Heck when my APPS stranded me, the towing bill was more than the repairs.
 
Keep your eye out for a sale from a quality re-builder, and get a spare (keep the box sealed so you can legitimately resell as NIB if your pump does outlive your needs or the truck itself).



With the proper tools and following the proper procedure, the VP can be replaced and the truck running in 1. 25 hours +/- 30 minuets.



Proper maintenance is the key. Good fuel, filters, and gauges.



I have a coworker with a 99 2500 auto that has broke 600k miles. I did his first VP at 400k (dead LP). Ignorance is bliss in his case. Now running a OEM LP and the in tank pump (at 400k), still no gauges, still no problems either.

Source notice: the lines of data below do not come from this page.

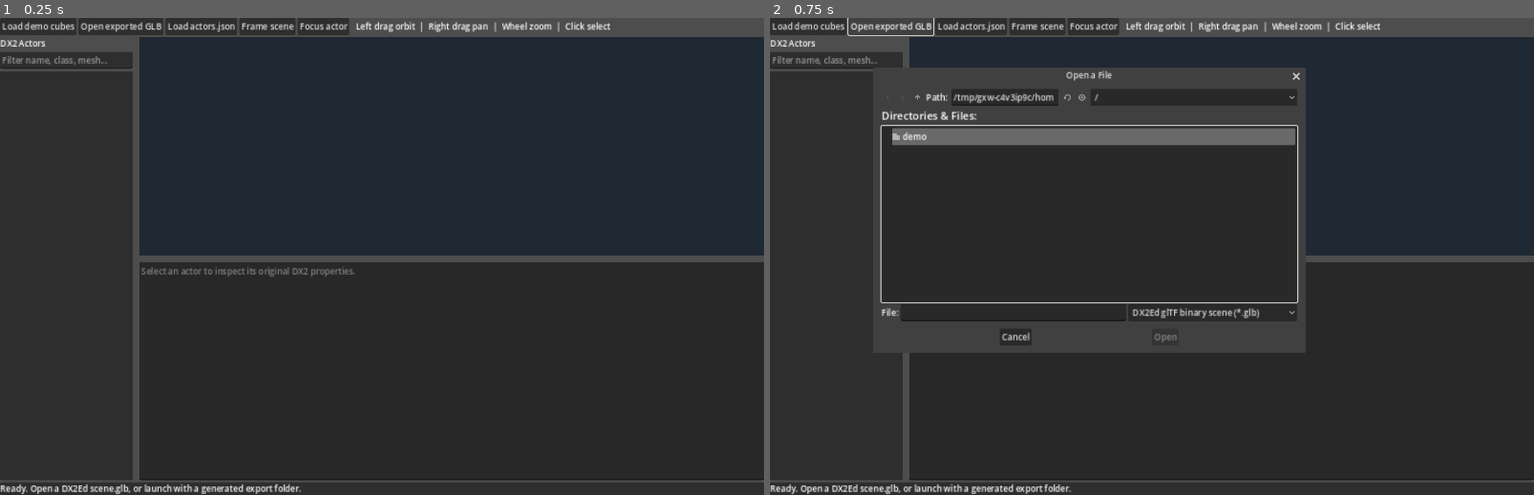
Above: before the commit, frames 1-2 (left to right).
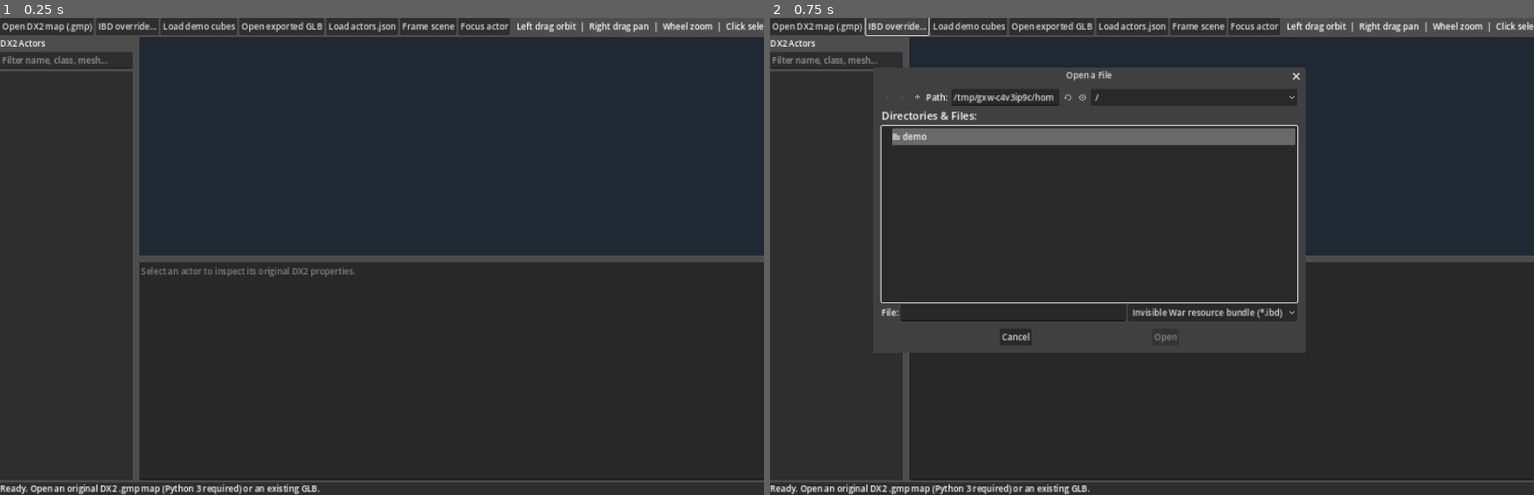
Above: after the commit, the same moments.

Repository: JakX2/Deus-Ex-2-SDK
Game: Godot game, scene res://main.tscn
Same seed, same stepped clock (60 frames per second), same inputs: the game is played once before the commit and once after it.
Inputs (mouse positions are in pixels of both pictures, inside the frame that each line leads up to):
- Up to frame 1 (0.25 s): no input
- Up to frame 2 (0.75 s): click (899, 27) at 0.5 s, where only the run after the commit has a clickable "IBD override..."

The runs differ from the first frame. In frame 1, 1.8% of the frame differs, in the area x 0-100%, y 0-100%; in frame 2, 2.0%.

Commit message:
DX2Ed native: add direct GMP map picker and background Python import

Diff:
--- a/native_editor/godot_editor/main.gd
+++ b/native_editor/godot_editor/main.gd
@@ -1,6 +1,7 @@
 extends Control
 ## DX2Ed native viewer: a READ-ONLY Godot 4 GLB + GMP actor inspector.
-## Requires only scenes already exported by DX2Ed. No runtime game assets bundled.
+## Can open an original DX2 .gmp using the bundled read-only Python backend.
+## No runtime game assets bundled. Exports are cached outside the game folder.
 
 var world_view: SubViewport
 var view_container: SubViewportContainer
@@ -13,6 +14,10 @@
 var status_label: Label
 var glb_dialog: FileDialog
 var json_dialog: FileDialog
+var gmp_dialog: FileDialog
+var bundle_dialog: FileDialog
+var chosen_ibd: String = ""
+var build_thread: Thread = null
 var actors: Array = []
 var visible_actors: Array = []
 var actors_by_name: Dictionary = {}
@@ -38,7 +43,7 @@
     _make_world()
     _make_material()
     _update_camera()
-    status_label.text = "Ready. Open a DX2Ed scene.glb, or launch with a generated export folder."
+    status_label.text = "Ready. Open an original DX2 .gmp map (Python 3 required) or an existing GLB."
     var args := OS.get_cmdline_user_args()
     if args.size() > 0:
         call_deferred("open_export_folder", str(args[0]))
@@ -49,6 +54,16 @@
     add_child(base)
     var toolbar := HBoxContainer.new()
     base.add_child(toolbar)
+    var gmp_btn := Button.new()
+    gmp_btn.text = "Open DX2 map (.gmp)"
+    gmp_btn.tooltip_text = "Automatically convert the original DX2 map and matching IBD resources to a private cache"
+    gmp_btn.pressed.connect(func(): gmp_dialog.popup_centered_ratio(0.78))
+    toolbar.add_child(gmp_btn)
+    var bundle_btn := Button.new()
+    bundle_btn.text = "IBD override..."
+    bundle_btn.tooltip_text = "Optional: select a matching .ibd bundle when the automatic lookup cannot find it"
+    bundle_btn.pressed.connect(func(): bundle_dialog.popup_centered_ratio(0.72))
+    toolbar.add_child(bundle_btn)
     var demo_btn := Button.new()
     demo_btn.text = "Load demo cubes"
     demo_btn.pressed.connect(func(): load_glb(ProjectSettings.globalize_path("res://demo/scene.glb")))
@@ -112,6 +127,18 @@
     status_label.autowrap_mode = TextServer.AUTOWRAP_WORD_SMART
     bottom.add_child(status_label)
 
+    gmp_dialog = FileDialog.new()
+    gmp_dialog.access = FileDialog.ACCESS_FILESYSTEM
+    gmp_dialog.file_mode = FileDialog.FILE_MODE_OPEN_FILE
+    gmp_dialog.filters = PackedStringArray(["*.gmp ; Deus Ex Invisible War map"])
+    gmp_dialog.file_selected.connect(open_gmp)
+    add_child(gmp_dialog)
+    bundle_dialog = FileDialog.new()
+    bundle_dialog.access = FileDialog.ACCESS_FILESYSTEM
+    bundle_dialog.file_mode = FileDialog.FILE_MODE_OPEN_FILE
+    bundle_dialog.filters = PackedStringArray(["*.ibd ; Invisible War resource bundle"])
+    bundle_dialog.file_selected.connect(_select_ibd)
+    add_child(bundle_dialog)
     glb_dialog = FileDialog.new()
     glb_dialog.access = FileDialog.ACCESS_FILESYSTEM
     glb_dialog.file_mode = FileDialog.FILE_MODE_OPEN_FILE
@@ -124,6 +151,74 @@
     json_dialog.filters = PackedStringArray(["*.json ; DX2Ed actor metadata"])
     json_dialog.file_selected.connect(load_actors)
     add_child(json_dialog)
+
+func _select_ibd(path: String) -> void:
+    chosen_ibd = path
+    status_label.text = "Optional IBD selected: " + path.get_file()
+
+func open_gmp(path: String) -> void:
+    if build_thread != null:
+        status_label.text = "Already processing a map. Please finish this load first."
+        return
+    if not FileAccess.file_exists(path):
+        status_label.text = "Map not found: " + path
+        return
+    var backend := ProjectSettings.globalize_path("res://backend/dx2_native_backend.py")
+    if not FileAccess.file_exists(backend):
+        status_label.text = "Missing Python backend: " + backend
+        return
+    var cache_root := OS.get_user_data_dir().path_join("map_cache")
+    status_label.text = "Processing " + path.get_file() + " ... First load creates a cached 3D scene and actor metadata."
+    build_thread = Thread.new()
+    var result := build_thread.start(_run_backend.bind(backend, path, cache_root, chosen_ibd))
+    if result != OK:
+        build_thread = null
+        status_label.text = "Could not start map worker: " + error_string(result)
+
+func _run_backend(script: String, gmp_path: String, cache_root: String, ibd_path: String) -> void:
+    var args := PackedStringArray([script, "--map", gmp_path, "--output-root", cache_root])
+    if ibd_path != "":
+        args.append_array(PackedStringArray(["--bundle", ibd_path]))
+    var output: Array = []
+    var code := OS.execute("python", args, output, true)
+    if code == -1:
+        # On Windows the Python launcher may be on PATH even if python.exe isn't.
+        var py_args := PackedStringArray(["-3"])
+        py_args.append_array(args)
+        output.clear()
+        code = OS.execute("py", py_args, output, true)
+    call_deferred("_backend_finished", code, "\n".join(output))
+
+func _backend_finished(code: int, output: String) -> void:
+    if build_thread != null:
+        build_thread.wait_to_finish()
+        build_thread = null
+    var message := ""
+    var parsed: Variant = null
+    for line in output.strip_edges().split("\n"):
+        var record := line.strip_edges()
+        if record.begins_with("{"):
+            var candidate: Variant = JSON.parse_string(record)
+            if typeof(candidate) == TYPE_DICTIONARY and candidate.has("status"):
+                parsed = candidate
+    if typeof(parsed) == TYPE_DICTIONARY and parsed.get("status") == "ok" and code == 0:
+        var scene_path := str(parsed.get("glb", ""))
+        var actor_path := str(parsed.get("actors_json", ""))
+        if not FileAccess.file_exists(scene_path) or not FileAccess.file_exists(actor_path):
+            status_label.text = "Map backend succeeded but output files are missing."
+            return
+        load_glb(scene_path)
+        # load_glb automatically loads the adjacent actors.json.
+        status_label.text = "%s: %d actors, %d meshes (%s). Read-only." % [str(parsed.get("map", "DX2 map")), int(parsed.get("actors", 0)), mesh_count, "cached" if parsed.get("cached", false) else "new export"]
+        return
+    if typeof(parsed) == TYPE_DICTIONARY and parsed.has("message"):
+        message = str(parsed.get("message", ""))
+    elif output.strip_edges() != "":
+        message = output.strip_edges().substr(0, 400)
+    else:
+        message = "Python not available. Install Python 3 and ensure python or py is on PATH."
+    status_label.text = "Could not open DX2 map: " + message
+    push_warning("DX2Ed map importer: " + message)
 
 func _make_world() -> void:
     world_view = SubViewport.new()

New trans at 500k (auto), 80hp injectors at 400k, radiator at 600k, rebuilt front end at 500k, still needs to reseal/replace vacuum pump, brake booster and fan clutch. Other than body damage to the bed, grill and the drivers seat is worn out, he should get another 600k easy. The engine is disturbingly clean (he never washes the engine compartment).
 
Keep driving it. I just replaced mine @ 135K and it was still running, but throwing codes when on long drives or pulling loads. Never left me on the side of the road, altho I did have dead pedal a few time that made me wonder weather or not I was going to be a pedestrian. :eek::eek::eek:
 
Keep driving it. I just replaced mine @ 135K and it was still running, but throwing codes when on long drives or pulling loads. Never left me on the side of the road, altho I did have dead pedal a few time that made me wonder weather or not I was going to be a pedestrian. :eek::eek::eek:



That right there would make me want to start carrying a spare VP and APPS under the passenger seat, along with all the required tools for the swap.
 
I for one am not going to carry $2000 worth of parts under my seat for the just in case. Should we all carry an extra transmission in the back too? Having parts on hand cost money. If your going to carry an extra around, why not install the new one and keep the old one as back up? As others have mentioned, they "normally" do not leave you stranded on the road, and "normally" give you pretty good signs that they are going south and soon. I also follow the "If it's not broke, don't fix it" motto.
 
I for one am not going to carry $2000 worth of parts under my seat for the just in case. Should we all carry an extra transmission in the back too? Having parts on hand cost money. If your going to carry an extra around, why not install the new one and keep the old one as back up? As others have mentioned, they "normally" do not leave you stranded on the road, and "normally" give you pretty good signs that they are going south and soon. I also follow the "If it's not broke, don't fix it" motto.



Closer to $1k.



If you know your truck is getting close (warning signs of impending failure) then you will be spending the money eventually. I'd rather have one on the shelf than waiting for shipping or trying to find one locally, especially if I am on a trip.



You don't carry a transmission cause it's big, heavy, expensive, and not real doable on the side of the road.



You have larger aftermarket wheels and high end tires, you'd be wishing you spent the extra $800 for that 5th (or 7th) as a spare.